Australian Sisters

racy

A tv in the kitchen is a good idea but I don't need one. My place is open plan and I can watch my one tv from the lounge, dining room, kitchen and bedroom (I have french doors between the lounge and bedroom). I can also hear the tv from the laundry and bathroom.



Gym is still going well but no weight lost on the scales. Perhaps this is because I am building muscles. I have identified a gap in my fitness program - not able to bounce or do high impact moves such as star jumps or skipping. This week I am seeing a physio about lymphedema massage so I will talk to her about my exercise program as well.



I am so glad I got my hair straightened!



I am also using a new beauty technique called dermal rolling. In essence, it involves running a small roller with fine 'needles' over the skin of the face. This causes tiny injuries which stimulate collagen production to restore elasticity in the skin and reverse drooping and wrinkles. The process also helps the absorption of face creams. It may sound unusual but was recommended by a beautician who is an ex nurse. She doesn't do invasive treatments. Reviews that I have read claim this process does work.

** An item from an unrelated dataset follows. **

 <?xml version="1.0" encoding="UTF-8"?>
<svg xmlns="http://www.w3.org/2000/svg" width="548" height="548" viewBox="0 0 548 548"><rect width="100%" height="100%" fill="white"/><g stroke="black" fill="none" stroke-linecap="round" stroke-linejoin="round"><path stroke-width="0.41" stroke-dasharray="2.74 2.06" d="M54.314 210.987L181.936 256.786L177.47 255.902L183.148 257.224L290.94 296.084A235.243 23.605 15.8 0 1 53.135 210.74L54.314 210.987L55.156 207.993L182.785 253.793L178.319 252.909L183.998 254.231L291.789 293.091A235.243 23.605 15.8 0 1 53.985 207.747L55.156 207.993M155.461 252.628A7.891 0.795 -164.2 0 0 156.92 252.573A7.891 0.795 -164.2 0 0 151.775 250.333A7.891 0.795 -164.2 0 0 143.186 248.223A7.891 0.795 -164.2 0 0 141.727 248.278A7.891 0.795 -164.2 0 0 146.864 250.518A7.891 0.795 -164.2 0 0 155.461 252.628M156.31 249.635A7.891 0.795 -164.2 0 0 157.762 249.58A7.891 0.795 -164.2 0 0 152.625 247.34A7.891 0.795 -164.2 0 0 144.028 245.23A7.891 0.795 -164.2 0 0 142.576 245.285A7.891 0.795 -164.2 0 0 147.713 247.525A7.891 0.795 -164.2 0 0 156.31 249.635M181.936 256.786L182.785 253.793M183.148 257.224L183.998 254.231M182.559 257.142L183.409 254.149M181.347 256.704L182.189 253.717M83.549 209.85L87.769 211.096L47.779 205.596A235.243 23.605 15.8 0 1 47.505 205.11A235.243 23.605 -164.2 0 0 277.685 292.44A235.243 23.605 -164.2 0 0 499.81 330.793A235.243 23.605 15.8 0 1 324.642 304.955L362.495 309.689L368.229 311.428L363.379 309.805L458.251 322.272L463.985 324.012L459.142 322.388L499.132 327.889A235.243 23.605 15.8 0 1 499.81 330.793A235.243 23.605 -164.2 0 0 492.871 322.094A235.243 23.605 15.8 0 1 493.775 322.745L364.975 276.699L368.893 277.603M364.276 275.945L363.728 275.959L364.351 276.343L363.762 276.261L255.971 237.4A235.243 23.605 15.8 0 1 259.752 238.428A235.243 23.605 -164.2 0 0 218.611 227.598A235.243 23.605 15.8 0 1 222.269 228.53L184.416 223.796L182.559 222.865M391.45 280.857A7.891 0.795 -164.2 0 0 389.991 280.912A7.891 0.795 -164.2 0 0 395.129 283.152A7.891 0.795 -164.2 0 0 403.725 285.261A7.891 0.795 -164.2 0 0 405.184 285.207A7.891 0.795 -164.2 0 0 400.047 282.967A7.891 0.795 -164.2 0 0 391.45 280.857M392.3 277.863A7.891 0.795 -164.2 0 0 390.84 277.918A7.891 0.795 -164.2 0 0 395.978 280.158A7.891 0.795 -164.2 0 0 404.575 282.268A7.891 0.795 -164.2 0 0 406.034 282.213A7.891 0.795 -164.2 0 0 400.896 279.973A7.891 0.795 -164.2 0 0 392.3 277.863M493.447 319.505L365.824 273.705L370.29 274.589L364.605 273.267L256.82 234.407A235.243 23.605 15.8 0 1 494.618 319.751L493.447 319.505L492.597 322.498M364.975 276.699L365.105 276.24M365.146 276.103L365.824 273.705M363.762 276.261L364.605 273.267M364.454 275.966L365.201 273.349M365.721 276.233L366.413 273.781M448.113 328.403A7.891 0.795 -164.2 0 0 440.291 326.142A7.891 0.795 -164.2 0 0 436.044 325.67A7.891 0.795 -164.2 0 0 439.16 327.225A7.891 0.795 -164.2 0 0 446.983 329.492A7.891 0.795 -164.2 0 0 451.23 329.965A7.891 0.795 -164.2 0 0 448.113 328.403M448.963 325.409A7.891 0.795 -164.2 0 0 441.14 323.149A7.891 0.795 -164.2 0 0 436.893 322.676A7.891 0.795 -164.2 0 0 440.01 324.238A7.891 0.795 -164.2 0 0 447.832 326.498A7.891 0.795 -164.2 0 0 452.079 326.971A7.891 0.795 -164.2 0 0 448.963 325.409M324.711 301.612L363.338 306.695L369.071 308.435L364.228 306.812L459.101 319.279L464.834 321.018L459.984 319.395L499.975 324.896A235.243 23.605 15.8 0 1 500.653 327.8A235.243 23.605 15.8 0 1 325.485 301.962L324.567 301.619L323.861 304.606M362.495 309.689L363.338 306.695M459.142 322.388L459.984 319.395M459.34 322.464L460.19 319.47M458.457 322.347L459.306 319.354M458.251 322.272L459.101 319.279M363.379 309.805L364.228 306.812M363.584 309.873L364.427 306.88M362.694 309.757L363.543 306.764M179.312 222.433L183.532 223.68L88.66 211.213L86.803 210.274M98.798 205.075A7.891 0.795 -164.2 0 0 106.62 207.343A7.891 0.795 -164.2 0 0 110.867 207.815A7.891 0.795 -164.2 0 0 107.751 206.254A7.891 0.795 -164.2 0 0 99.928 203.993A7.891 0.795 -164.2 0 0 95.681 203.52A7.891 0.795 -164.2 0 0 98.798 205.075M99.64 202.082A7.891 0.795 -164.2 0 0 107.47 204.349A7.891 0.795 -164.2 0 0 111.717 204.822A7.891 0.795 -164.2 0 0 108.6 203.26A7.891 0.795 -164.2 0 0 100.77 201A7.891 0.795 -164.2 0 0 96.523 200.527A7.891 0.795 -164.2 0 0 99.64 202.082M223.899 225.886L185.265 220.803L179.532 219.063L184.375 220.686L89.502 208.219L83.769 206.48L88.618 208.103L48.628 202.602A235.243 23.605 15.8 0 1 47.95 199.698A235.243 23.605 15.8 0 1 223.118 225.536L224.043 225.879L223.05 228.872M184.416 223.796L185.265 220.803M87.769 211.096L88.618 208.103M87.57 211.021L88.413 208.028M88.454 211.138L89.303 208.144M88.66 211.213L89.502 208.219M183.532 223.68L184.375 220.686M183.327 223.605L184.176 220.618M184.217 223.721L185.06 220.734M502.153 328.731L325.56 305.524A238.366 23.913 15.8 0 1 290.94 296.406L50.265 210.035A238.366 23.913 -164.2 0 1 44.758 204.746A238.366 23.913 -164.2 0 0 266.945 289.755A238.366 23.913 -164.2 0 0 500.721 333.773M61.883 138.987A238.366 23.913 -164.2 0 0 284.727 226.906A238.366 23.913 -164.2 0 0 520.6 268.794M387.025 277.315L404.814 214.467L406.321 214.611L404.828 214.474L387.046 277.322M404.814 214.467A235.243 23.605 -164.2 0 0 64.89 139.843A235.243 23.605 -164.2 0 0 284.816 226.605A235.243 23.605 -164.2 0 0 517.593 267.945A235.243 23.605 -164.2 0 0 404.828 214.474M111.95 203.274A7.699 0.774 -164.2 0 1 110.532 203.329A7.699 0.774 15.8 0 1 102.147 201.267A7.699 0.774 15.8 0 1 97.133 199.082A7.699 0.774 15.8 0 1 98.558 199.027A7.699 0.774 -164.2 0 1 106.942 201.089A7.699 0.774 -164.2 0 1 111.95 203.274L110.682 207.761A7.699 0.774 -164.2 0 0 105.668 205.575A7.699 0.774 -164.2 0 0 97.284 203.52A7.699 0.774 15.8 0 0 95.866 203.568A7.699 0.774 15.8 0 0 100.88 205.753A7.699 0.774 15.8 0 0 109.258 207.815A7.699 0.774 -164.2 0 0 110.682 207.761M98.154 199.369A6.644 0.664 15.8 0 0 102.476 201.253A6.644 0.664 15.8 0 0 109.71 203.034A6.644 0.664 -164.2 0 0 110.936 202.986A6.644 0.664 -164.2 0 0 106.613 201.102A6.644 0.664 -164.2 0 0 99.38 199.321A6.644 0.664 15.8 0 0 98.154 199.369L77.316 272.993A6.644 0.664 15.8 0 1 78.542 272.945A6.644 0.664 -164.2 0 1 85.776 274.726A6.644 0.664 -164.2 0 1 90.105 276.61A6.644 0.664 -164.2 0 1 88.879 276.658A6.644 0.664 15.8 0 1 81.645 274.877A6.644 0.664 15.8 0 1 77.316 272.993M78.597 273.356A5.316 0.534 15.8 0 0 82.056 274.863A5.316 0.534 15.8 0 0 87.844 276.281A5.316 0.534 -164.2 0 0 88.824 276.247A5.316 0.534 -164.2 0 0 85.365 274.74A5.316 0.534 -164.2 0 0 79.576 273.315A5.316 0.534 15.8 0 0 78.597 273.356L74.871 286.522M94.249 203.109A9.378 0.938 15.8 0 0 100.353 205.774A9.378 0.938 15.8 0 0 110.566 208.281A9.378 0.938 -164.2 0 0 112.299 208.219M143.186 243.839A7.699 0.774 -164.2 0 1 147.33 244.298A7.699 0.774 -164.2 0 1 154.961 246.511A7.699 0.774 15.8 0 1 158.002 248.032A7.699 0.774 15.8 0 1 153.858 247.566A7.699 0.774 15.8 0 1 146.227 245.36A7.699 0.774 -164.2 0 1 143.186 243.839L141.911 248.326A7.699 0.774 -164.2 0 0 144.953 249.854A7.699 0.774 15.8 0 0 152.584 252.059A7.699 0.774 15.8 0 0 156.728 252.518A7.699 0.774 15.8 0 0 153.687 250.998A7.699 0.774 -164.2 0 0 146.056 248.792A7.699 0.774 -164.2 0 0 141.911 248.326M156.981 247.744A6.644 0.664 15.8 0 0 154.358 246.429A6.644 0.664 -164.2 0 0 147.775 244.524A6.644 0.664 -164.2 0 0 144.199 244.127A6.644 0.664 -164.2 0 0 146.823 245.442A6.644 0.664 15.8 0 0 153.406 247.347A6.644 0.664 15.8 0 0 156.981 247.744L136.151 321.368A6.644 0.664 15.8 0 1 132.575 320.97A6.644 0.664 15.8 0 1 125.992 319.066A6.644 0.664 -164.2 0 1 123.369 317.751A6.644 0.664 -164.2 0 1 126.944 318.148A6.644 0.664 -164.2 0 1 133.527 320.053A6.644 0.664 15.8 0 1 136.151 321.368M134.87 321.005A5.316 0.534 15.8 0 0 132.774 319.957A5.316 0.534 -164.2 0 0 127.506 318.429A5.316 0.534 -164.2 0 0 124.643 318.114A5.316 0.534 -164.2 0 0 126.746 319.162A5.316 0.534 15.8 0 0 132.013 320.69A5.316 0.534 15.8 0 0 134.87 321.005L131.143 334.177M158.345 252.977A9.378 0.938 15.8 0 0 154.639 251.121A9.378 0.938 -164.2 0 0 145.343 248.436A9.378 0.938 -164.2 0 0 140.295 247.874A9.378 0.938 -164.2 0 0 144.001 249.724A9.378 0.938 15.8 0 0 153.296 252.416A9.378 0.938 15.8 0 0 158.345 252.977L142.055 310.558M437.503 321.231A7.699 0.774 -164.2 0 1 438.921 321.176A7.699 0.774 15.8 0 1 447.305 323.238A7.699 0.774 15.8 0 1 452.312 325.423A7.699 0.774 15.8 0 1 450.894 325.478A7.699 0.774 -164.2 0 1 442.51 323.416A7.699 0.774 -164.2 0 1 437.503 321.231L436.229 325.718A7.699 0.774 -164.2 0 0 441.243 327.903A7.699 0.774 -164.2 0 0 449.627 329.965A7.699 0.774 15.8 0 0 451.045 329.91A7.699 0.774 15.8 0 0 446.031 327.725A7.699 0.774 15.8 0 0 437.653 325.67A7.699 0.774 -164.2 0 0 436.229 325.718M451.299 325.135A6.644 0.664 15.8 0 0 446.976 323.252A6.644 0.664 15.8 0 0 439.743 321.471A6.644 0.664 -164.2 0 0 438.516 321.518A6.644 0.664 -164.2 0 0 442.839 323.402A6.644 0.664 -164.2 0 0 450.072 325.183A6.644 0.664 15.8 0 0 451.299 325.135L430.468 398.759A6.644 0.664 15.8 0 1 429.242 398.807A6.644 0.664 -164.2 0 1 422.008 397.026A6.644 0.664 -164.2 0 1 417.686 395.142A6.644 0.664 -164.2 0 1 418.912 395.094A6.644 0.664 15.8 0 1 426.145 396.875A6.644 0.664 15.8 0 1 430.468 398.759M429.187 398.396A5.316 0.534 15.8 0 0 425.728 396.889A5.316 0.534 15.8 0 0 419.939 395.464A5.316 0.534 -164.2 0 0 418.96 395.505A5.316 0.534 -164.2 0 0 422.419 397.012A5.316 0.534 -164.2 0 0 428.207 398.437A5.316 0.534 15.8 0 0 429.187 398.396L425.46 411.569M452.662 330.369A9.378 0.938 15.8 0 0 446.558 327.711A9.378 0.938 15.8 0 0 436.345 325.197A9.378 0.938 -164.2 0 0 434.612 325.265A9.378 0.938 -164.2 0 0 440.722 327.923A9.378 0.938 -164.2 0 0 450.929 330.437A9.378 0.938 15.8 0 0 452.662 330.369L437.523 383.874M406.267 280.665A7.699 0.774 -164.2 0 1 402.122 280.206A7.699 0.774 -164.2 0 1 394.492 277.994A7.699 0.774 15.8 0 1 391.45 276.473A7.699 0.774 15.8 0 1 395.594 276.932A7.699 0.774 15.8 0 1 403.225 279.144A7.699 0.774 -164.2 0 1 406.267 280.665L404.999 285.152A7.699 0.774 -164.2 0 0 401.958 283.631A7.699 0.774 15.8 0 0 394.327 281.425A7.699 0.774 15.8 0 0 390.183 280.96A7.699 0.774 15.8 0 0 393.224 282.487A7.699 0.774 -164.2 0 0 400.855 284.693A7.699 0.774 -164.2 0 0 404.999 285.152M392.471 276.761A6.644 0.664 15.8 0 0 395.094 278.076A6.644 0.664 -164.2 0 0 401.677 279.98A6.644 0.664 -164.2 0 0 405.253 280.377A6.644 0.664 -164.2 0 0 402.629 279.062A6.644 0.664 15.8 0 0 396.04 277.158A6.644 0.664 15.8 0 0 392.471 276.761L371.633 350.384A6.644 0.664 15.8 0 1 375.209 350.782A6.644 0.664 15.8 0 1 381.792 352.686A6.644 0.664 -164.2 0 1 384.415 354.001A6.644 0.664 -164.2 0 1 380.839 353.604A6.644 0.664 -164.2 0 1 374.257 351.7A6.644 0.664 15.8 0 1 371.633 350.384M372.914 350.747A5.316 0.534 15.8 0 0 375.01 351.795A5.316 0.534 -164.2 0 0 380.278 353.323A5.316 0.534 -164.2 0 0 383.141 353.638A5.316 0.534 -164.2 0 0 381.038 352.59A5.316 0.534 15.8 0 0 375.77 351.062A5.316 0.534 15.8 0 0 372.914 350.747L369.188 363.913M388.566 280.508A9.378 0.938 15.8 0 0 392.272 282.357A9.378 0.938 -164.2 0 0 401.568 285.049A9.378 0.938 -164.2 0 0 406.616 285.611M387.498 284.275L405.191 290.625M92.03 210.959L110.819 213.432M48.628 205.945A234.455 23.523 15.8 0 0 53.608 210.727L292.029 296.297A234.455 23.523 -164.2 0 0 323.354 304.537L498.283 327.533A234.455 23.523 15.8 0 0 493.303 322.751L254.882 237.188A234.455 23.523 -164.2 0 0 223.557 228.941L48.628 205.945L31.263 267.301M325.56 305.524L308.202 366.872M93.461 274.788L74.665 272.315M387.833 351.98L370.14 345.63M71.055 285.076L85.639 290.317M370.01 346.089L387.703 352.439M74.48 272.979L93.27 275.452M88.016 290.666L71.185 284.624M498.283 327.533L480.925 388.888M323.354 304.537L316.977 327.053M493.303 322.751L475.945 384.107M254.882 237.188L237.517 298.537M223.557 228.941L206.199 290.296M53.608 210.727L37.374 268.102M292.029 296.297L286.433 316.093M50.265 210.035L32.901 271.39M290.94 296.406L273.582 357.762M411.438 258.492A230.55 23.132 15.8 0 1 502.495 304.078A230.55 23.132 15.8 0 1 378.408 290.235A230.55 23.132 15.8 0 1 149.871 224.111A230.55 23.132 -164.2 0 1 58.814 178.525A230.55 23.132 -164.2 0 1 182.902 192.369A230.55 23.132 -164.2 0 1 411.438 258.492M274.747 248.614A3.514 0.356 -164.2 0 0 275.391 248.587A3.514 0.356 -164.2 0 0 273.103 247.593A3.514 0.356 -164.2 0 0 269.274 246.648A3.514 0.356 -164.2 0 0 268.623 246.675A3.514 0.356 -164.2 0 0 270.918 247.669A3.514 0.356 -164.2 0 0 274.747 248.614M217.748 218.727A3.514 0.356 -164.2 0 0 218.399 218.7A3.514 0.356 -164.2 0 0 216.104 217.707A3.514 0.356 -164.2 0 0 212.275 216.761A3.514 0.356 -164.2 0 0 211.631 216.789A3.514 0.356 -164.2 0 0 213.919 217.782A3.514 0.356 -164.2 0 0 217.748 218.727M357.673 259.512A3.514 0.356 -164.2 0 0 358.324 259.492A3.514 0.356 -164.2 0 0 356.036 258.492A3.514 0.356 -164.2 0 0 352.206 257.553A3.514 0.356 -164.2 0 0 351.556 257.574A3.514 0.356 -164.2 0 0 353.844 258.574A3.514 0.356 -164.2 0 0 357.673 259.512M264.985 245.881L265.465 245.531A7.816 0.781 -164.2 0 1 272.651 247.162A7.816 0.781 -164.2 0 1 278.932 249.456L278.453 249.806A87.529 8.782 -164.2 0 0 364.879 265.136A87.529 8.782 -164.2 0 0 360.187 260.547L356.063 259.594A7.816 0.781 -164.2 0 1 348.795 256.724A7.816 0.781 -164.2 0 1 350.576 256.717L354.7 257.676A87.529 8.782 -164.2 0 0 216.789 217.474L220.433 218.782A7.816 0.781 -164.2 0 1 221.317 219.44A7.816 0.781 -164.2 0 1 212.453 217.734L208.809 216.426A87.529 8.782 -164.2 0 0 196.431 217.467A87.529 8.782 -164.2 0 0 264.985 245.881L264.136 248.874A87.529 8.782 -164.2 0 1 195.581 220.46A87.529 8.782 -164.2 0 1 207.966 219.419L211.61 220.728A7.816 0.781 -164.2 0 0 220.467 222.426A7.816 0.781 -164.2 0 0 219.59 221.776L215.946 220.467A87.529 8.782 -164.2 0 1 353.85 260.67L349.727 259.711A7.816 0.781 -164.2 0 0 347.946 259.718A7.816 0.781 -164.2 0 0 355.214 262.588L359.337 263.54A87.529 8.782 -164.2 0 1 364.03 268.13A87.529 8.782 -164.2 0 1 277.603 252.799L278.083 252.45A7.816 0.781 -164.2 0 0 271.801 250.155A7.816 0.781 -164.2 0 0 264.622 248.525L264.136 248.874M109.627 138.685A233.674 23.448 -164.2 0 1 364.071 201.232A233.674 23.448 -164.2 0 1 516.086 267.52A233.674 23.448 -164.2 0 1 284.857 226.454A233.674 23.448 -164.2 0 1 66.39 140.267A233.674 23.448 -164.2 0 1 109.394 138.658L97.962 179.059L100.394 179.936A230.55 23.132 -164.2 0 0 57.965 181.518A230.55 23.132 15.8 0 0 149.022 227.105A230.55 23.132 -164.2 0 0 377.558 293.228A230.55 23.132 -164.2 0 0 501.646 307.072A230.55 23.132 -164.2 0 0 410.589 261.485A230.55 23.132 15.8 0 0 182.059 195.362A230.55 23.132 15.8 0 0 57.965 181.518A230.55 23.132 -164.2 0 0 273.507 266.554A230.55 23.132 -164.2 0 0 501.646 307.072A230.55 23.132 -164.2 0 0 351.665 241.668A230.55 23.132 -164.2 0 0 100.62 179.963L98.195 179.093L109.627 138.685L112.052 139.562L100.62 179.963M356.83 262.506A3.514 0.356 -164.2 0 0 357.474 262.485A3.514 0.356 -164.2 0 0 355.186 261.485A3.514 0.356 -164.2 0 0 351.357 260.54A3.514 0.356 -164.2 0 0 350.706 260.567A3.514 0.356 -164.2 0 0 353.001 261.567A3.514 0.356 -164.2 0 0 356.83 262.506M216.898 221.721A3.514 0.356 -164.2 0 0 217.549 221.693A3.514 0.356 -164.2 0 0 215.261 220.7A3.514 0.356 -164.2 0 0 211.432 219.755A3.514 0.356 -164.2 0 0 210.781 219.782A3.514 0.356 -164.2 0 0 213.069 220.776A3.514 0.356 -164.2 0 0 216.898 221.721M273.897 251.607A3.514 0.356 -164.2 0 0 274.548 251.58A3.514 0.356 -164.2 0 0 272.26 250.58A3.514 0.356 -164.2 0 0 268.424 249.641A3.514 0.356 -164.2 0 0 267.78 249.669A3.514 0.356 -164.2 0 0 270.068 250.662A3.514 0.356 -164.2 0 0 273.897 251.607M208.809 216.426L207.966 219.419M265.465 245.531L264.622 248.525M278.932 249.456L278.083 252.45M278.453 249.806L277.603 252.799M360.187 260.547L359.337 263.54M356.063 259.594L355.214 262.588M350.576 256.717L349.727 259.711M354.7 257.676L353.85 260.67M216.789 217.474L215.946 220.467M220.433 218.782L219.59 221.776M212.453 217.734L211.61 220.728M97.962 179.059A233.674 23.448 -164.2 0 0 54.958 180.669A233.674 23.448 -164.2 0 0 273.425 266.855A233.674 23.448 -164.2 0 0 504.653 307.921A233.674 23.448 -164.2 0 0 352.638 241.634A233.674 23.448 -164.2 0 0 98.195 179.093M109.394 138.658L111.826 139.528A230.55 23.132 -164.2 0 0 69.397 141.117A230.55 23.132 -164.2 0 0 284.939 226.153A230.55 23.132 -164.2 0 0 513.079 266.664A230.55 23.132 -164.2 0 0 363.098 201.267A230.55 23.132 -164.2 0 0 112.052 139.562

Jenn, sorry about your latest discomfort. Ask your onc what you can expect. As I told you I started menopause as soon as the first chemo entered my veins!

suzieq60

I got the antenna from Dick Smith - $20 - works like a charm - we are in a very good reception area - can see Mt Cootha from the kitchen window. The TV is not full HD ie 1080p, but great picture - also has a USB port on the side - I'll have to learn how to record TV shows. My main reason for getting that one was the 3 year warranty - not often offered these days.

Linda1966

Chrissy, you can change the size of the pieces so the jigsaws last longer... I tend to do one 1400-1600 puzzle every day or two personally. I like a challenge lol.

Kate60

Well I tried an online jigsaw. Thought I'd start of small and nail it , so only 20 pieces. Best time from some clever sharp brain was 14 seconds. Well 3.30 seconds later I'm still trying, so I just gave up (fairly typical behaviour). I swear they didn't have the right peices, I mean I needed some pieces with straight borders to fit them in, and they weren't there!!!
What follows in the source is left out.